On the other hand, while the AP Calculus test contains a large section of five-item multiple choice questions, it also includes substantial free-response sections where students are required to derive the answer and show their work. The IB Calculus tests consist entirely of free-response questions, and students are required to show all the steps in their calculations.
Moreover, a multiple-choice test like the SAT can be graded quickly by a machine at almost no cost, while the free-response sections of the AP Calculus and IB math exams require time-consuming and expensive grading by humans. Also, in a very simplistic sense, the multiple-choice machine-readable questions are more reliable. An answer will always receive the same score. Humans’ scores may fluctuate.
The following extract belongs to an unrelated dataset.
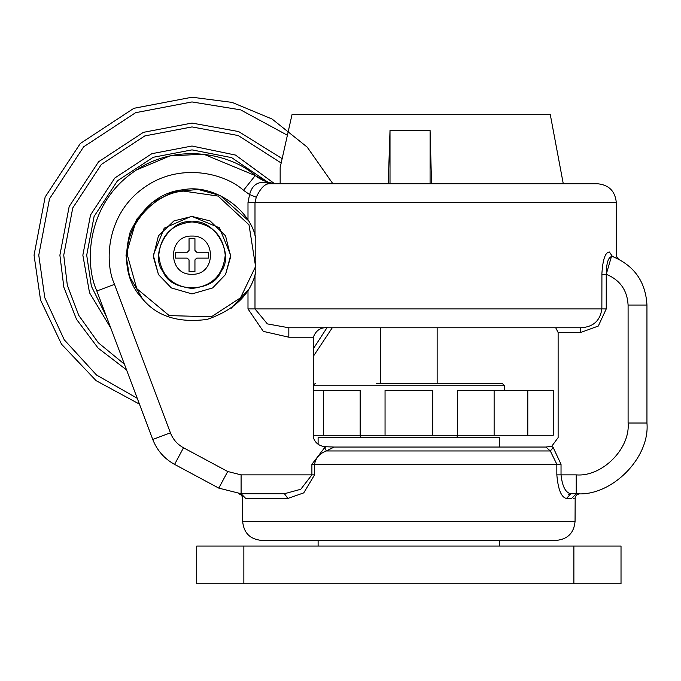 <?xml version="1.0" encoding="UTF-8"?>
<svg xmlns="http://www.w3.org/2000/svg" width="681" height="681" viewBox="0 0 681 681"><rect width="100%" height="100%" fill="white"/><g stroke="black" fill="none" stroke-linecap="round" stroke-linejoin="round"><path stroke-width="1.02" d="M247.995 202.606L616.305 202.606L254.992 202.606L256.26 197.226L249.586 194.528L247.995 202.606L247.995 220.235L220.235 195.515L198.171 189.454L173.825 191.719L151.974 202.683L136.464 219.495L125.994 255.171L129.501 276.392L142.44 298.772M231.191 308.28L247.995 290.106L247.995 308.919L263.309 331.383L288.829 337.206L288.829 327.774L267.361 323.892L254.992 308.919L247.995 308.919M545.975 447.051L334.133 447.051L326.369 450.958L550.308 450.958L553.236 447.621L551.729 446.293L545.873 447.051L550.308 450.958L556.837 464.297L556.837 474.87C558.105 489.537 561.314 497.394 566.473 498.441L570.942 493.725C565.639 492.891 562.336 486.6 561.033 474.87L576.228 474.87L576.228 493.725L570.942 493.725L576.228 493.725C611.223 496.892 650.108 457.998 646.95 423.012L646.95 305.054C645.631 281.611 634.122 265.42 612.423 256.473C608.482 256.456 606.422 262.389 606.243 274.29L606.243 308.919L598.301 326.037L580.655 332.49L580.655 327.774L575.053 327.774L580.655 327.774C593.108 327.11 600.174 320.819 601.859 308.919L254.992 308.919L254.992 274.869L255.809 272.025C250.821 294.158 234.587 309.949 207.126 319.415C178.337 323.203 156.758 316.307 142.414 298.738C126.828 282.24 122.767 259.963 130.233 231.889C143.155 205.883 160.912 191.821 183.495 189.718C213.034 183.7 250.225 208.701 255.809 238.316L254.992 235.473L254.992 202.606M551.729 446.293L558.122 437.628L558.122 332.49L555.722 327.774M553.236 447.621L561.033 464.297L561.033 474.87L556.837 474.87M611.478 256.414L606.243 274.29L601.859 274.29C602.711 259.623 605.23 252.2 609.418 252.021C618.595 255.911 618.595 255.911 609.418 252.021L612.423 256.465L613.922 257.018M614.934 257.418L616.492 258.082M617.463 258.533L618.314 258.942M618.399 258.984L617.786 258.686M617.701 258.644L616.816 258.227M616.722 258.184L615.624 257.707M614.253 257.146L613.232 256.763M556.198 540.399L261.538 540.399C250.089 539.275 243.798 532.993 242.674 521.544L575.053 521.544C573.938 532.993 567.648 539.284 556.198 540.399M287.867 498.441L303.769 492.857L314.571 474.87L311.898 474.87L300.789 489.264L284.437 493.725L287.867 498.441L245.722 498.441C241.661 498.33 241.661 498.33 245.722 498.441L241.091 493.725L284.437 493.725L241.091 493.725C237.303 493.631 237.303 493.631 241.091 493.725L218.797 488.124L174.583 464.391C164.308 458.705 157.03 450.396 152.757 439.466L96.838 291.008C83.848 262.687 87.577 204.887 132.105 173C176.098 140.371 232.264 154.519 255.247 175.562L203.585 154.153L169.935 155.915L136.575 169.927M566.473 498.441L571.614 498.441C576.194 498.347 576.194 498.347 571.614 498.441L576.228 493.725M574.126 498.398L573.342 498.424M255.809 238.316L255.809 272.025M580.655 327.774L288.829 327.774M256.26 197.226C260.423 188.407 264.688 183.921 269.046 183.742L597.45 183.742L269.046 183.742L266.177 182.729L275.371 183.598M577.028 493.725L579.173 493.665M578.722 493.682L578.075 493.699M242.674 521.544L242.564 497.317L241.406 495.121L238.725 493.665M334.133 447.051L326.352 446.762C319.712 446.447 315.388 443.399 313.379 437.628L313.379 337.206C315.984 330.149 321.015 327.008 328.463 327.774M326.352 446.762L324.658 447.621L311.898 464.297L311.898 474.87L241.091 474.87L241.091 493.725M266.177 182.729C257.622 181.274 252.089 185.206 249.586 194.528L243.517 190.322L255.247 175.562L268.442 182.321L271.344 183.019M274.4 183.495L275.66 183.623M255.247 175.562C262.151 180.925 269.965 183.657 278.708 183.742M324.658 447.621L326.369 450.958C319.627 453.444 315.695 457.887 314.571 464.297L314.571 474.87M606.243 308.919L601.859 308.919L601.919 274.29M602.43 274.29L605.06 274.29M569.427 494.006L568.575 494.44M285.084 493.81L284.454 493.725M269.94 183.24L270.34 183.742M332.873 183.742L307.199 147.113L272.111 119.047L232.059 102.388L191.999 97.221L133.859 108.313L80.315 143.487L45.142 197.03L34.05 255.171L40.554 300.04L61.511 344.177L96.115 380.679L139.443 404.122M313.379 356.24L332.268 327.774M292.004 114.68L550.299 114.68L292.004 114.68L280.155 167.586L280.155 183.742M280.231 167.254L282.147 158.605L238.597 131.561L191.999 123.065L143.368 132.344L98.583 161.763L69.164 206.547L59.894 255.171L63.835 287.195L76.536 319.363L98.073 348.068L126.572 369.936M388.247 183.742L390.009 130.369L430.077 130.369L431.55 183.742M390.009 183.742L390.009 130.369M430.077 183.742L430.077 130.369M527.792 390.477L527.792 435.27L553.244 435.27L553.244 390.477L457.572 390.477L457.572 435.27L313.379 435.27M313.379 390.477L360.155 390.477L360.155 435.27M441.16 383.403L502.212 383.403L504.57 385.761L313.158 385.761M502.212 383.403L376.567 383.403M437.151 383.403L437.151 327.774M323.603 390.477L323.603 435.27M432.673 435.27L432.673 390.477L385.054 390.477L385.054 435.27M494.125 390.477L494.125 435.27L457.572 435.27M527.792 435.27L494.125 435.27M243.858 546.06L621.021 546.06L621.021 583.779L196.707 583.779L196.707 546.06L243.858 546.06L243.858 583.779M499.624 546.06L499.624 540.399M499.624 447.051L499.624 437.628L318.112 437.628L318.112 444.199M194.945 250.455L196.707 252.225L208.497 252.225L208.497 258.116L196.707 258.116L194.945 259.887L194.945 271.668L189.046 271.668L189.046 259.887L187.284 258.116L175.494 258.116L175.494 252.225L187.284 252.225L189.046 250.455L189.046 238.673L194.945 238.673L194.945 250.455M191.999 288.412C212.038 286.292 223.121 275.218 225.232 255.171C223.121 235.124 212.038 224.049 191.999 221.929C171.952 224.049 160.869 235.124 158.758 255.171C160.869 275.218 171.952 286.292 191.999 288.412M191.999 221.929C169.816 217.946 148.662 254.575 163.21 271.787C170.846 292.992 213.144 292.992 220.78 271.787C235.328 254.575 214.174 217.946 191.999 221.929M191.999 216.439L173.936 220.908L158.452 235.805L153.293 256.66L158.452 274.537L171.357 287.944L191.999 293.903L212.634 287.944L225.539 274.537L230.697 256.66L225.539 235.805L210.054 220.908L191.999 216.439L219.384 227.786L230.723 255.171L225.539 274.537M191.046 216.456L164.223 228.178L153.268 255.171L158.452 274.537M576.228 474.87C601.893 477.185 630.41 448.668 628.095 423.012L628.095 305.054C627.261 290.217 619.974 279.959 606.243 274.29M580.655 332.49L558.122 332.49M561.033 464.297L311.898 464.297M183.683 191.123C154.229 192.808 125.295 225.751 127.407 255.171L136.745 288.616L169.22 315.609L211.425 316.767L240.521 297.801L255.579 266.509L248.999 224.798L218.056 196.068L183.683 191.123M243.517 190.322C224.79 173.187 179.043 161.661 143.214 188.237C106.943 214.209 103.912 261.291 114.493 284.36L170.403 432.818C172.974 439.381 177.332 444.361 183.504 447.775L227.718 471.507L241.091 474.87M288.829 337.206L313.379 337.206M628.095 423.012L646.95 423.012M628.095 305.054L646.95 305.054M114.493 284.36L96.838 291.008M170.403 432.818L152.757 439.466M183.504 447.775L174.583 464.391M227.718 471.507L218.797 488.124M267.846 182.15L231.642 157.634L191.999 149.88L153.242 157.277L117.541 180.72L94.097 216.413L86.708 255.171L91.39 286.241L106.474 316.597M269.353 183.742L268.757 183.104M274.298 183.487L235.515 155.072L191.999 146.023L151.82 153.693L114.817 177.996L90.513 214.992L82.852 255.171L89.526 292.753L110.824 328.14M281.176 162.997L238.256 135.553L191.999 126.921L144.789 135.928L101.307 164.487L72.748 207.96L63.742 255.171L67.308 285.169L78.775 315.414L98.302 342.747L124.393 364.156M287.365 135.23L240.597 109.854L191.999 101.937L135.596 112.697L83.644 146.824L49.526 198.767L38.766 255.171L44.801 297.75L64.244 339.785L96.498 375.001L137.247 398.291M313.379 348.698L326.914 327.816M573.879 546.06L573.879 583.779M191.999 274.264C216.618 275.311 216.618 235.03 191.999 236.077C167.373 235.03 167.373 275.311 191.999 274.264M575.053 521.544L575.173 497.317L576.356 495.104L579.531 493.648M618.876 259.223L618.859 259.214C617.676 258.618 616.824 257.222 616.305 255.026L616.305 202.606C615.181 191.157 608.899 184.874 597.45 183.742M266.594 181.75L268.382 182.304M273.524 183.385L268.603 182.363M550.299 114.68L563.272 183.742M504.57 390.477L504.57 385.761M313.379 384.782L315.516 383.403M380.577 383.403L380.577 327.774M318.112 546.06L318.112 540.399M360.538 437.628L360.538 435.27M457.189 437.628L457.189 435.27"/></g></svg>

This brings us to the second main problem with the SAT. Unlike the AP and IB tests, the SAT tests are developed primarily by statisticians with little input from educators in the specific academic fields being evaluated. Statisticians love multiple choice because of its reliability and ease of constructing statistically similar new tests. They care less about validity—that the test is assessing what abilities it purports to assess—and more about reliability and consistency, that student scores will largely be stable over different administrations of the test. Moreover, it allows evaluating noncredit “candidate” items that do not comprise part of a student’s score but can be used to construct statistically equivalent new tests.
However, because exceptionally high scores on the SAT math section offer the only standardized indication for all applicants of the extremely advanced mathematical ability that is necessary for success at MIT, it serves a narrow and very limited function for MIT admissions that is unnecessary at most, if not all, other colleges and universities.
But retaining the SAT for such a limited use is not a suitable long-term fix. One solution would be to provide federal funding for AP or IB classes and testing at all American public high schools. Such programs would greatly improve high school instruction for promising students throughout the country. While many colleges and universities may not need to use AP or IB test results for admission decisions, such a program would help level the playing field for acceptance to highly selective institutions, including MIT, and probably increase overall student preparedness.
What is common to both of these tests is that they require extensive expense in training teachers, substantial classroom time, usually in the form of separate classes, and the expenses involved in the evaluation of long essays or complex problem sets by high school expert teachers and university faculty that usually take days or even weeks to complete. While not every college or university may need this kind of advanced, standardized coursework and test results to make good admissions decisions, providing the universal opportunity to enroll in such programs will help them—and, more importantly, their students—by making educational opportunities more equitable. And it might finally allow us to see the end of mass-market standardized testing.